Some biotech startups drop funding news like a sleepy pulse ox, flat, clinical, and barely twitching. Not Plexision. This one hits with the precision of a crossmatch and the timing of a six-hour rejection panel.
$365,000 may not sound like Series A swagger to the untrained eye, but this isn’t your average bio-buzzword baby. This is real science, real patients, and real impact. The Richard King Mellon Foundation knows the difference and just made a strategic investment in Plexision’s game-changing diagnostics.
Founded by two brothers who could walk into a transplant OR or a boardroom and still leave the room smarter: CEO Rajeev Sindhi, a 20-year diagnostics operator who runs Sandor Group like a playbook written in logistics code, and Dr. Rakesh Sindhi, MD, pediatric transplant surgeon, professor of surgery at the University of Pittsburgh, and co-architect of one of the most battle-tested cell-based assays the FDA’s ever seen.
Let’s talk platform. Plexision’s proprietary suite, Pleximmune™, PlexAPR™, PlexABMR™, PlexCMV™, and more, isn’t guessing. It’s measuring live-cell immune response and ranking transplant risks with machine learning. These aren’t “maybe” diagnostics. These are six-to-24-hour readouts that give clinicians exactly what they need to know, before rejection, before infection, before everything goes sideways.

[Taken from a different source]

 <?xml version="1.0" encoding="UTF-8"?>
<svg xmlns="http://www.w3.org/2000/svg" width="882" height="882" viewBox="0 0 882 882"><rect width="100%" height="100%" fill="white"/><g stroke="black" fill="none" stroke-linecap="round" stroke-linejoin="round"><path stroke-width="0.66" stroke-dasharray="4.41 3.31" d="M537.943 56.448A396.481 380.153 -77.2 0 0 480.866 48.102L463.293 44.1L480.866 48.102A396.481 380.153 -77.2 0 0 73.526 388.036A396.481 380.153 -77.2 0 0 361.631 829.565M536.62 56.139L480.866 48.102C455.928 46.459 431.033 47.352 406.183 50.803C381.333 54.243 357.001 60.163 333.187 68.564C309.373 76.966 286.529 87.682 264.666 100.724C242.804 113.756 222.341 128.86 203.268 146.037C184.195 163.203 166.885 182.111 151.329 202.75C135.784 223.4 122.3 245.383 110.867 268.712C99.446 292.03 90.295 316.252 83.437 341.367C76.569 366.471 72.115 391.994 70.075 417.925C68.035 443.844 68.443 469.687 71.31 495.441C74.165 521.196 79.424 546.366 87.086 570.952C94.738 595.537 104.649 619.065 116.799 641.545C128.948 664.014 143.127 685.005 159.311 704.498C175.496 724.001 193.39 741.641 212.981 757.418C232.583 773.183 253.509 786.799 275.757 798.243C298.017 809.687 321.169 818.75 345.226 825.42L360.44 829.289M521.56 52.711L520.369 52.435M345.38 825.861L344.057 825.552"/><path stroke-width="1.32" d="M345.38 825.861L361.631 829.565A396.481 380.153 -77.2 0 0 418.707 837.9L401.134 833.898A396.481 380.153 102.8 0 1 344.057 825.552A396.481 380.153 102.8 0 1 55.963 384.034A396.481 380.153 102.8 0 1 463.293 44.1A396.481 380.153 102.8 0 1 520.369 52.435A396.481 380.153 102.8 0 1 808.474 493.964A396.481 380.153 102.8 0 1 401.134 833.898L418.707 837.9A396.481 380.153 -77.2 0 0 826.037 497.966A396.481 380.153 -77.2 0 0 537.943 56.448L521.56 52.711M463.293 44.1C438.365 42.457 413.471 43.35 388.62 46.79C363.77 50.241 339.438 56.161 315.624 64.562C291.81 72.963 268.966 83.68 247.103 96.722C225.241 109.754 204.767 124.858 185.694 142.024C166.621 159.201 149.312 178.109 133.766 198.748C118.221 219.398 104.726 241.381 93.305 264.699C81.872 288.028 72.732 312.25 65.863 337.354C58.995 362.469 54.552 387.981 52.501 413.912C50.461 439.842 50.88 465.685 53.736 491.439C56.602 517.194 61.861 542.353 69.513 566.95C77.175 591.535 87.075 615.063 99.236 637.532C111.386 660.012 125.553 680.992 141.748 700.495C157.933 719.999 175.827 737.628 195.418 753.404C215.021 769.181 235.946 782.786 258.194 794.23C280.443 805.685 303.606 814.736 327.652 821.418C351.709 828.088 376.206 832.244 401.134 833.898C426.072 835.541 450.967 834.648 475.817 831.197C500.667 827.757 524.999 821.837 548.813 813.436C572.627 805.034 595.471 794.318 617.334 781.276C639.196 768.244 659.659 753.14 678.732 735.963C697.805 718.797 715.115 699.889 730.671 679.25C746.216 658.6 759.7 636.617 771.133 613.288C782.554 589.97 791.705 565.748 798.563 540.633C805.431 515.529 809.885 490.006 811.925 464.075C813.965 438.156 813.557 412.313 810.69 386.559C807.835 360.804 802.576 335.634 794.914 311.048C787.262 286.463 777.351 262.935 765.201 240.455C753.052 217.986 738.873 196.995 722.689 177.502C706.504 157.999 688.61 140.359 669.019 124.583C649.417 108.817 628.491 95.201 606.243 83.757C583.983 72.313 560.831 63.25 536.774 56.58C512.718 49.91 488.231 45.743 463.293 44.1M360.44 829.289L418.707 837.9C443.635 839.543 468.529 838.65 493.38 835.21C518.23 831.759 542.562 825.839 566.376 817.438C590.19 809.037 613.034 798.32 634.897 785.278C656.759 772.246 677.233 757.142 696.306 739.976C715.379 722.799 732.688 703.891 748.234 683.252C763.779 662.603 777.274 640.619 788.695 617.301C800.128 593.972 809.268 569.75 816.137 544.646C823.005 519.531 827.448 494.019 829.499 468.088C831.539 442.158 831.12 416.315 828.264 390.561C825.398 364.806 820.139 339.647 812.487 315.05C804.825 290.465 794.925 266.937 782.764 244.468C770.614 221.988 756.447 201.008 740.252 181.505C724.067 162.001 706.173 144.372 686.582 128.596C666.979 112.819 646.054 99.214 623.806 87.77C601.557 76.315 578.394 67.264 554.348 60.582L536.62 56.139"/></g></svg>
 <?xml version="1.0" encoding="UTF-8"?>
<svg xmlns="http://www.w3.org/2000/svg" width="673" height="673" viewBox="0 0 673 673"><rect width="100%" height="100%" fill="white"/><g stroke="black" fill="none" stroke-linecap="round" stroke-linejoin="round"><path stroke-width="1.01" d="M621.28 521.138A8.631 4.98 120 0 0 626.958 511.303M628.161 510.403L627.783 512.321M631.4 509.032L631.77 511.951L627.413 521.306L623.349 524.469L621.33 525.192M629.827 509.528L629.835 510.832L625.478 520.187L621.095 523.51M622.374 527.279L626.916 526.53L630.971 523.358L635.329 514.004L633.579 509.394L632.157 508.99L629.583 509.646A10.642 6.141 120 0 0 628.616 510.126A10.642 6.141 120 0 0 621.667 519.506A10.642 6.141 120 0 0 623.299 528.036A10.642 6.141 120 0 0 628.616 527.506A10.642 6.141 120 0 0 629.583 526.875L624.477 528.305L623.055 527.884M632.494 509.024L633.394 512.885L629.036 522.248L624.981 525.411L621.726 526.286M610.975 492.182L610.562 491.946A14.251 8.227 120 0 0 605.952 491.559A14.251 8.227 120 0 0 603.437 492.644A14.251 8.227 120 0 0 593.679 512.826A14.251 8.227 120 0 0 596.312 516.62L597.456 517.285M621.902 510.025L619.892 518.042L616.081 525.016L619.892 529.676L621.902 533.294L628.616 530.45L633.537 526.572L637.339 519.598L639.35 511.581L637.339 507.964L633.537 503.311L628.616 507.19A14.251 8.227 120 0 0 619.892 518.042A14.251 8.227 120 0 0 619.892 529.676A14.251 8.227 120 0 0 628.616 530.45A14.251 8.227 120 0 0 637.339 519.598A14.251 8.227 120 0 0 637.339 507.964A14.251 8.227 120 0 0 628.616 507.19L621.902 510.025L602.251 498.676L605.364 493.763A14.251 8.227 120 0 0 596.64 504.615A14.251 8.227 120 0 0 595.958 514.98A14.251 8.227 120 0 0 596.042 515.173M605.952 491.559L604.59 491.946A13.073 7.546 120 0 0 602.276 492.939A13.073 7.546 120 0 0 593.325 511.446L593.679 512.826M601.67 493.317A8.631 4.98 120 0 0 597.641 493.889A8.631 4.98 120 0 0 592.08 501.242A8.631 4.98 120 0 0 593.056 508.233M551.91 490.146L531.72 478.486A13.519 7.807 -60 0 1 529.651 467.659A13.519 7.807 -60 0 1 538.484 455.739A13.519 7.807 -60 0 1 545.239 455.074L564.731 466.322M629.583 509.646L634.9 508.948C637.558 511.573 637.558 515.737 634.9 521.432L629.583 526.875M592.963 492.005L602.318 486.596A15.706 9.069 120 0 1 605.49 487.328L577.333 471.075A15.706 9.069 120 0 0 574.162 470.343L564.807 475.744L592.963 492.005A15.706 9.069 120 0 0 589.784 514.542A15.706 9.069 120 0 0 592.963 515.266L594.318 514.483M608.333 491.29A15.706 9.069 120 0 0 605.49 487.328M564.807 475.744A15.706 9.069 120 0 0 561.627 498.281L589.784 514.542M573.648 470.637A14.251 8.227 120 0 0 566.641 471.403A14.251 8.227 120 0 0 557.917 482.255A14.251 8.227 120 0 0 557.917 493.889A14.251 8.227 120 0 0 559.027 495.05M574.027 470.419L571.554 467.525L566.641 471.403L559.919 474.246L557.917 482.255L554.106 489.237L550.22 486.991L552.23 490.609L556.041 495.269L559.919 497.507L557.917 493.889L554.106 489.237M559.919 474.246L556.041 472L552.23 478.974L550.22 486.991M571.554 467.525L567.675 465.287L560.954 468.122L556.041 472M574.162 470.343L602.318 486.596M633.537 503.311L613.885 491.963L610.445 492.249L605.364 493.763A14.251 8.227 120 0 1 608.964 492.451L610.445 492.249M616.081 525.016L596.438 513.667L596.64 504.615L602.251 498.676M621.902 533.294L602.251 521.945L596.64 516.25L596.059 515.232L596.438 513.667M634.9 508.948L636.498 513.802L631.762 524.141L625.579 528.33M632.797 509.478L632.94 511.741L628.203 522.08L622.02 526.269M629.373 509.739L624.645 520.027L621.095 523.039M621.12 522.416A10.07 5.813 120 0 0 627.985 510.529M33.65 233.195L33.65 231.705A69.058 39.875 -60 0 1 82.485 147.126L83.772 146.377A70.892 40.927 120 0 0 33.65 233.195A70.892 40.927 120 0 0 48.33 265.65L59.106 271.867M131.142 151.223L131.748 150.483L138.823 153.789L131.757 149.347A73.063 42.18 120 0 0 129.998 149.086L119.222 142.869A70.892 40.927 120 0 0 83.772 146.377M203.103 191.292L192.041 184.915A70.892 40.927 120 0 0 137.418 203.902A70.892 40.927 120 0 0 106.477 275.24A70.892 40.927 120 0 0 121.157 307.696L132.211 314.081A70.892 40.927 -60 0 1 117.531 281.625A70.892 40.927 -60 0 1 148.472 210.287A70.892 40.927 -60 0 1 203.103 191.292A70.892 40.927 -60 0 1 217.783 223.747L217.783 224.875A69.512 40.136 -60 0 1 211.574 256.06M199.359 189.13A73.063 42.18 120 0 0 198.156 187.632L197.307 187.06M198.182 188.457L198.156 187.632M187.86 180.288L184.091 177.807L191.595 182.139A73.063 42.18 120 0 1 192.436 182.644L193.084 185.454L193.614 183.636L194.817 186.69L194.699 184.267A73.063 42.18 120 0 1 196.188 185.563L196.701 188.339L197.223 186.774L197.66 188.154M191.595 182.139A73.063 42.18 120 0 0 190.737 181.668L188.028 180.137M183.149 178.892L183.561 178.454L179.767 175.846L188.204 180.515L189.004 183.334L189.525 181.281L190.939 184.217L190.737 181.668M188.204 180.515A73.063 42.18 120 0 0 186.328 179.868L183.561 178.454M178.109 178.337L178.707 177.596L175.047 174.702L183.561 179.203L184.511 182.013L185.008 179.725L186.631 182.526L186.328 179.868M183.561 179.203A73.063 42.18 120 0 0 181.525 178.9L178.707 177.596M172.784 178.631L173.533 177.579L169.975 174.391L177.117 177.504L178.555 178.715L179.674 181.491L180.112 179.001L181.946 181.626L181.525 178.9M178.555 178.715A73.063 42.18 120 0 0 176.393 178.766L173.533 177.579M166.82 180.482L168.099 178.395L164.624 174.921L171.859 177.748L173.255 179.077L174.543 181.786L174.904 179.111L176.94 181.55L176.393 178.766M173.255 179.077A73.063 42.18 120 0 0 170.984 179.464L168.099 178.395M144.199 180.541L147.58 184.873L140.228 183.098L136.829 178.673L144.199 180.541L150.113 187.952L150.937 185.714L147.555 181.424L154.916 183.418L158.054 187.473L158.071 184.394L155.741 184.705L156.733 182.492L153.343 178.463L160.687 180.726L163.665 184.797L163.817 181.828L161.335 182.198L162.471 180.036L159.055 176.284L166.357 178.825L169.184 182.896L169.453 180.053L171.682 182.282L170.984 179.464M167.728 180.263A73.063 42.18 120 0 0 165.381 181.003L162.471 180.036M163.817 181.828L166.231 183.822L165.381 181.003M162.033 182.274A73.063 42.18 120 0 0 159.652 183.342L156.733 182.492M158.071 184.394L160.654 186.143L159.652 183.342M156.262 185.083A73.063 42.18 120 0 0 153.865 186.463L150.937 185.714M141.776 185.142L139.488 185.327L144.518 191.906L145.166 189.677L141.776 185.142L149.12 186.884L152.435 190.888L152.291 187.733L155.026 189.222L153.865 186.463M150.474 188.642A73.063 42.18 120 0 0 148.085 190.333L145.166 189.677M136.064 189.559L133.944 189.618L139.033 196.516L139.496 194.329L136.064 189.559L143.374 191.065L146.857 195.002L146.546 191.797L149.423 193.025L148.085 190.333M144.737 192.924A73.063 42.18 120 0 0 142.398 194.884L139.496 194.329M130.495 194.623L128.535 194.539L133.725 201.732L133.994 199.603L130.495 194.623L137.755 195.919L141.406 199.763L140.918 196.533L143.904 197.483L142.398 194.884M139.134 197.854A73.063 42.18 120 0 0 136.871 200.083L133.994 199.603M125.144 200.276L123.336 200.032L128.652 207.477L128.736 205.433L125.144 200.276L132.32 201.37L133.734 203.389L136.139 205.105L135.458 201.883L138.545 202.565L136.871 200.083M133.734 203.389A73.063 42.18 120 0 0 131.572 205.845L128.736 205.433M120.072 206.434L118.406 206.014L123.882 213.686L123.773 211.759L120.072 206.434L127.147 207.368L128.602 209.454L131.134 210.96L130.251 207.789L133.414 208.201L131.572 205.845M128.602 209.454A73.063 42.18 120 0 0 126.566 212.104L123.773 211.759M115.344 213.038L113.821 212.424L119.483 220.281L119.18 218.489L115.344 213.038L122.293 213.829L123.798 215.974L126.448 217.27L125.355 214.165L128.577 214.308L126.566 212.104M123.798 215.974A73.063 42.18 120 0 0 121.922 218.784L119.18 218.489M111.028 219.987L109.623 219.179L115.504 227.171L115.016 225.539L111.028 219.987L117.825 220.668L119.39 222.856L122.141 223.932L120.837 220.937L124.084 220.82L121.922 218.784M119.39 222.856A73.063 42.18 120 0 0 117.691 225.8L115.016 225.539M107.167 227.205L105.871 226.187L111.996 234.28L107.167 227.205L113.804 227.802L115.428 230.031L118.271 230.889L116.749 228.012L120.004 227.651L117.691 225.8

Their Pleximmune™ test is FDA-approved. Their reference labs are CLIA-certified and CAP-accredited. Their trial data? Try 81% PPV and 75% NPV on antibody-mediated kidney rejection. That’s not theoretical. That’s real-world precision for the 40,000+ U.S. transplants every year, and counting.
And while most labs are still mailing PDFs, Plexision is building EHR-integrated APIs and prepping a multiplex AI dashboard for 2025. They’ve already launched a second lab in Hyderabad, India to scale the tech globally. You want addressable market? Try $2B in U.S. transplant diagnostics and a rapidly rising 12K+ annual transplants in India alone.
This latest infusion fuels AI / ML upgrades, automated lab workflows, and a commercial team targeting adult kidney, liver, and heart centers. More importantly, it proves you don’t need nine-figure noise to build a precision powerhouse. You need grit, patents, and founders who know that in medicine, timing is everything.